European Medecine Agency (EMA)
7 Westferry Circus . Canary Wharf .
London E14 4HB
Tel +44 (0)20 7418 8400 . Fax +44 (0)20 7418 8416
The European Medicines Agency (EMA) is a decentralised body of the European Union, located in London. Its main responsibility is the protection and promotion of public and animal health, through the evaluation and supervision of medicines for human and veterinary use.
- The Agency is responsible for the scientific evaluation of applications for European marketing authorisations for both human and veterinary medicines (centralised procedure). Under the centralised procedure, companies submit a single marketing-authorisation application to the Agency. Once granted by the European Commission, a centralised (or ‘Community’) marketing authorisation is valid in all European Union (EU) and EEA-EFTA states (Iceland, Liechtenstein and Norway).

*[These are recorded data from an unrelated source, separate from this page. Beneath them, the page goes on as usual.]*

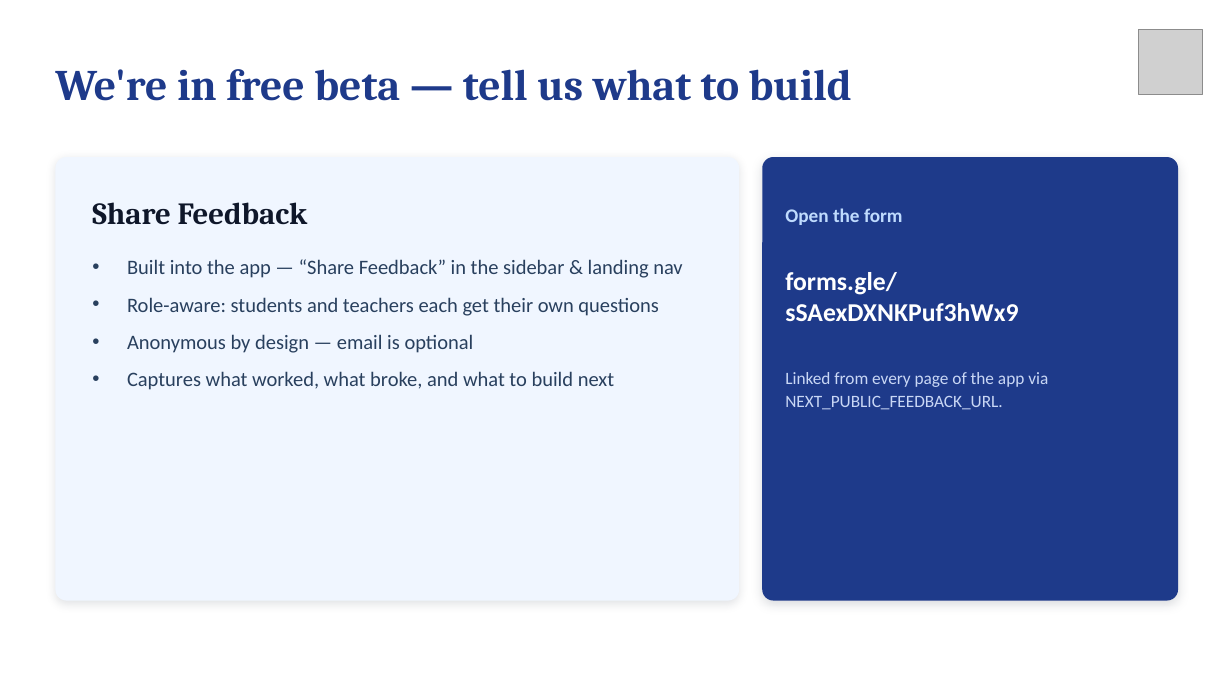
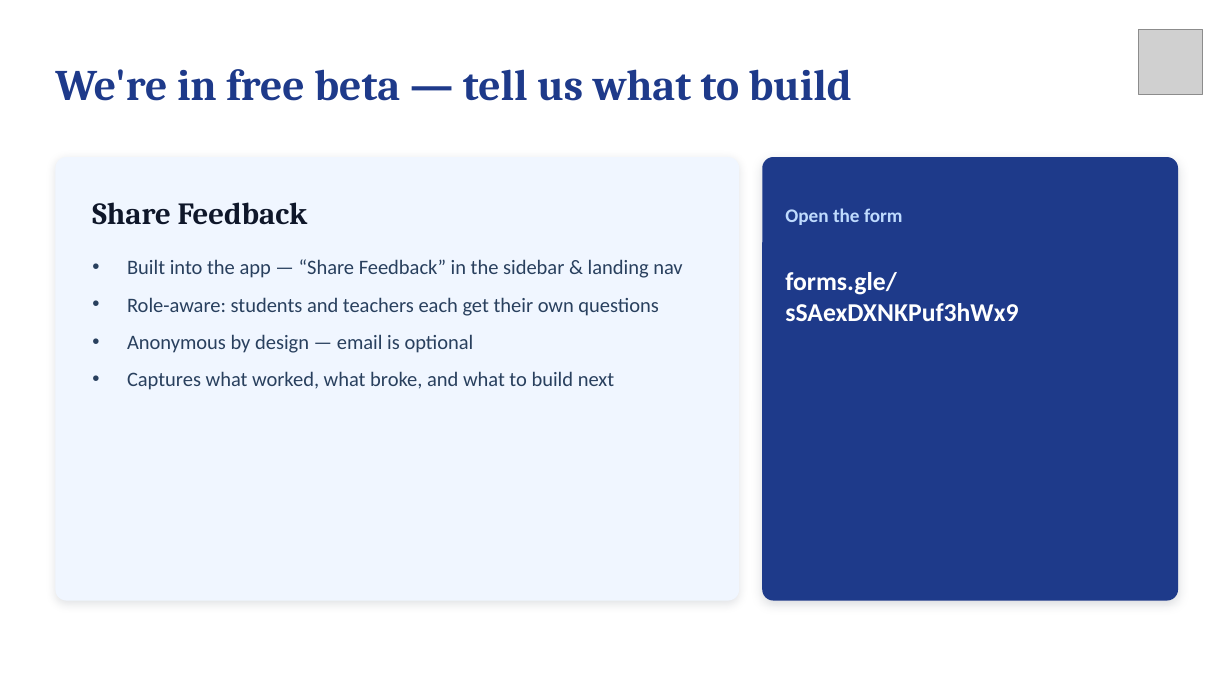
Before and after one commit to awaisaziz/edsynapse-beta, a slide deck: slide 7 of docs/EdSynapse-Demo.pptx (slide 5 before the commit). Drawn at 1232x693 pixels with LibreOffice and Linux fonts; fonts in the diff are those of the drawing; grey boxes stand for pictures. Boxes give left, top, right and bottom in pixels: in the first picture for what was removed or moved away, otherwise in the second. Text is boxed around its words. In the diff, an @@ line names an element or a change of style, - is before the commit and + after.

```diff
--- a/docs/EdSynapse-Demo.pptx
+++ b/docs/EdSynapse-Demo.pptx
@@ text removed at (x1=785, y1=372, x2=1048, y2=410) @@
-Linked from every page of the app via NEXT_PUBLIC_FEEDBACK_URL.
```
Also in this commit, not shown: 2 slides added.
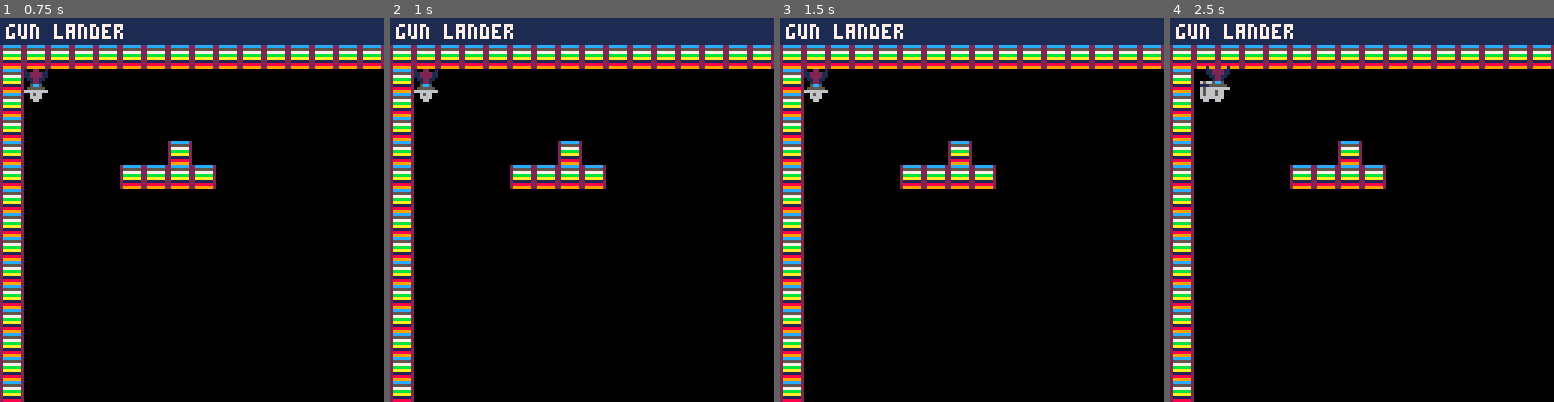
Above: before the commit, frames 1-4 (left to right).
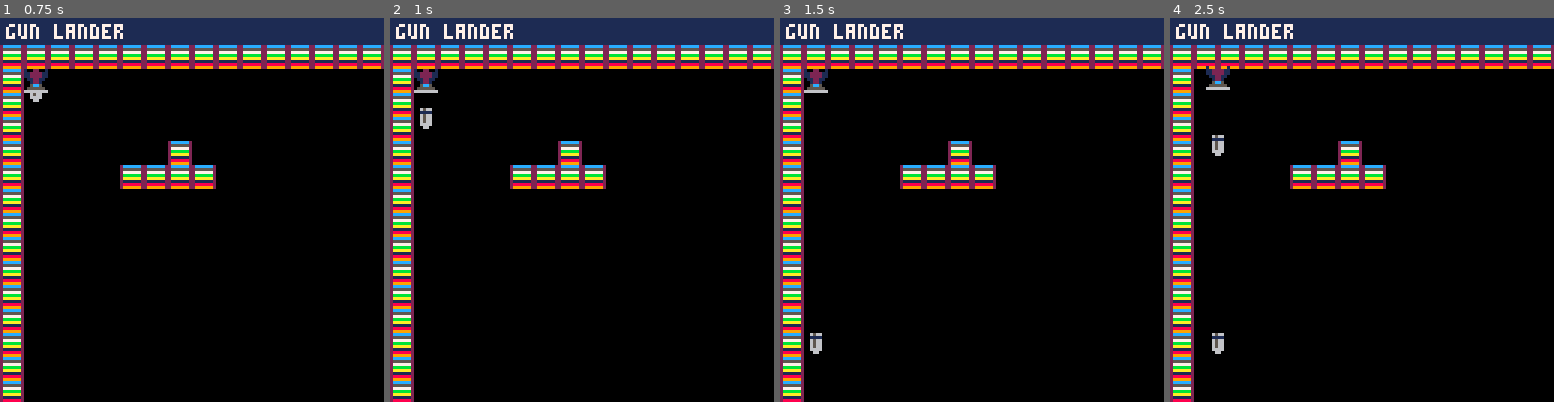
Above: after the commit, the same moments.

Repository: uvehj/Gun-Lander
Game: PICO-8 cartridge gunlander.p8
Two runs of this game, one before a commit and one after it. Both use one fixed random seed, a clock stepped at 60 frames per second and the inputs below.
Inputs:
- Up to frame 1 (0.75 s): tap O (Z key) at 0.7 s
- Up to frame 2 (1 s): no input
- Up to frame 3 (1.5 s): no input
- Up to frame 4 (2.5 s): hold Right 1.6-2.1 s; tap O (Z key) at 1.7, 2.1 s; hold Up 2.15-2.42 s; hold Right from 2.47 s (still down)

Frame 1 is identical in both runs. In frame 2, 0.2% of the frame differs, in the area x 7-11%, y 19-29%; in frame 3, 0.2%; in frame 4, 0.5%, in the area x 7-15%, y 16-88%.

Commit message:
Bullet physics + despawning on collision
Bullets now drop with "realistic" acceleration
Functions should also work fine for when the ship movement is done
Bullets collide with walls correctly

Diff:
--- a/gunlander.p8
+++ b/gunlander.p8
@@ -6,6 +6,9 @@
 bullets = {}
 camx = 0
 camy = 0
+shotspeed = 3
+gravity = 9.81
+fps = 30
 function _init()
     cls()
     ship.x = 8*1
@@ -20,7 +23,7 @@
     level.starty = 5
     level.endx = 23
     level.endy = 24
-    level.gravity = 9.81
+    level.gravity = gravity
     level.w = level.endx - level.startx + 1
     level.h = level.endy - level.starty + 1
 end
@@ -35,24 +38,25 @@
 function _update()
     --current controls only for debug
     if (btnp(0)) then
-        movex(-4,ship)
+        movex(ship,-4)
     end
     if (btnp(1)) then
-        movex(4,ship)
+        movex(ship,4)
     end
     if (btnp(2)) then
-        movey(-4,ship)
+        movey(ship,-4)
     end
     if (btnp(3)) then
-        movey(4,ship)
+        movey(ship,4)
     end
     update_camera()
     if (btnp(4)) then
         spawn_bullet(ship)
     end
+    update_bullets()
 end
 --distance in pixels, slow but accurate (should be fine with so few moving objects)
-function movex(distance, o)
+function movex(o, distance)
     while (distance <= -1 or distance >= 1) and o.crashed == 0 do
         if distance >= 1 then
             distance -= 1
@@ -68,7 +72,7 @@
     end
 end
 --same as movex
-function movey(distance, o)
+function movey(o, distance)
     --while the object hasn't crashed into a wall, check for every pixel of movement
     while (distance <= -1 or distance >= 1) and o.crashed == 0 do
         if distance >= 1 then
@@ -110,9 +114,11 @@
 function iswallcollision(o)
     return (fget(mget(((o.x)/8)+level.startx,((o.y)/8)+level.starty), 0) or fget(mget(((o.x+o.w-1)/8)+level.startx,(o.y)/8)+level.starty, 0) or fget(mget(((o.x)/8)+level.startx,((o.y+o.h-1)/8)+level.starty), 0) or fget(mget(((o.x+o.w-1)/8)+level.startx,((o.y+o.h-1)/8)+level.starty), 0))
 end
-function update_speed(o,x,y)
-    o.sx = o.sx + (x/30) --at 30fps
-    o.sy = o.sy + (y/30) --at 30fps
+function update_speed_move(o,x,y)
+    o.sx = o.sx + (x)
+    o.sy = o.sy + (y)
+    movex(o,o.sx/fps)
+    movey(o,o.sy/fps)
 end
 --draw sprite correctly, o.x and o.y are position (in pixels) on the map
 --draws relative to the camera position
@@ -133,12 +139,19 @@
     b.s = 1
     b.x = s.x + (s.w/2) - (b.w/2)
     b.y = s.y + (s.h/2)
+    b.sx = shotspeed
+    b.sy = 0
     b.crashed = 0
     add(bullets,b)
     return b
 end
 function update_bullets()
-    foreach(bullets,movey())
+    for b in all (bullets) do
+        update_speed_move(b, 0, gravity)
+        if b.crashed == 1 then
+            del(bullets,b)
+        end
+    end
 end
 
 __gfx__

- All medicines for human and animal use derived from biotechnology and other high-tech processes must be approved via the centralised procedure. The same applies to all advanced-therapy medicines and human medicines intended for the treatment of HIV/AIDS, cancer, diabetes, neurodegenerative diseases, auto-immune and other immune dysfunctions, and viral diseases, as well as to all designated orphan medicines intended for the treatment of rare diseases. Similarly, all veterinary medicines intended for use as performance enhancers in order to promote the growth of treated animals or to increase yields from treated animals have to go through the centralised procedure.
- For medicines that do not fall under any of the above-mentioned categories, companies can submit an application for a centralised marketing authorisation to the Agency, provided the medicine constitutes a significant therapeutic, scientific or technical innovation, or is in any other respect in the interest of patient or animal health.
- The Agency constantly monitors the safety of medicines through a pharmacovigilance network, and takes appropriate actions if adverse drug reaction reports suggest that the benefit-risk balance of a medicine has changed since it was authorised. For veterinary medicines, the Agency has the responsibility to establish safe limits for medicinal residues in food of animal origin.
- The Agency also plays a role in stimulating innovation and research in the pharmaceutical sector. The Agency gives scientific advice and other assistance to companies for the development of new medicines. It publishes guidelines on quality-, safety- and efficacy-testing requirements. A dedicated SME Office, established in 2005, provides special assistance to small and medium-sized enterprises.
- Six scientific committees, composed of members of all EU and EEA-EFTA states, some including patients’ and doctors’ representatives, conduct the main scientific work of the Agency: the Committee for Medicinal Products for Human Use (CHMP), the Committee for Medicinal Products for Veterinary Use (CVMP), the Committee for Orphan Medicinal Products (COMP), the Committee on Herbal Medicinal Products (HMPC), the Paediatric Committee (PDCO) and the Committee for Advanced Therapies (CAT).
- The Agency works with a network of over 4,500 ’[European experts’->http://www.ema.europa.eu/ema/index.jsp?curl=pages/about_us/general/general_content_000105.jsp&mid=WC0b01ac0580028c32] who serve as members of the Agency’s scientific committees, working parties or scientific assessment teams. These experts are made available to the Agency by the national competent authorities of the EU and EFTA states.
- The Agency can be considered as the ’hub’ of a European medicines network comprising over 40 national competent authorities in 30 EU and EEA-EFTA countries, the European Commission, the European Parliament and a number of other decentralised EU agencies. The Agency works closely with its European partners to build the best possible regulatory system for medicines for Europe and protect the health of its citizens.
- In view of the continuing globalisation of the pharmaceutical sector, the Agency works to forge close ties with partner organisations around the world, including the World Health Organization and the regulatory authorities of non-European nations. The Agency is continually involved in a wide range of cooperation activities with its international partners, designed to foster the timely exchange of regulatory and scientific expertise and development of best practices in the regulatory field.
- The Agency is also involved in referral or arbitration procedures relating to medicines that are approved or under consideration by Member States in non-centralised authorisation procedures.
- The Agency is headed by an Executive Director and has a secretariat of approximately 530 full-time staff (2009 figure). The Management Board is the supervisory body of the Agency, responsible, in particular, for budgetary matters.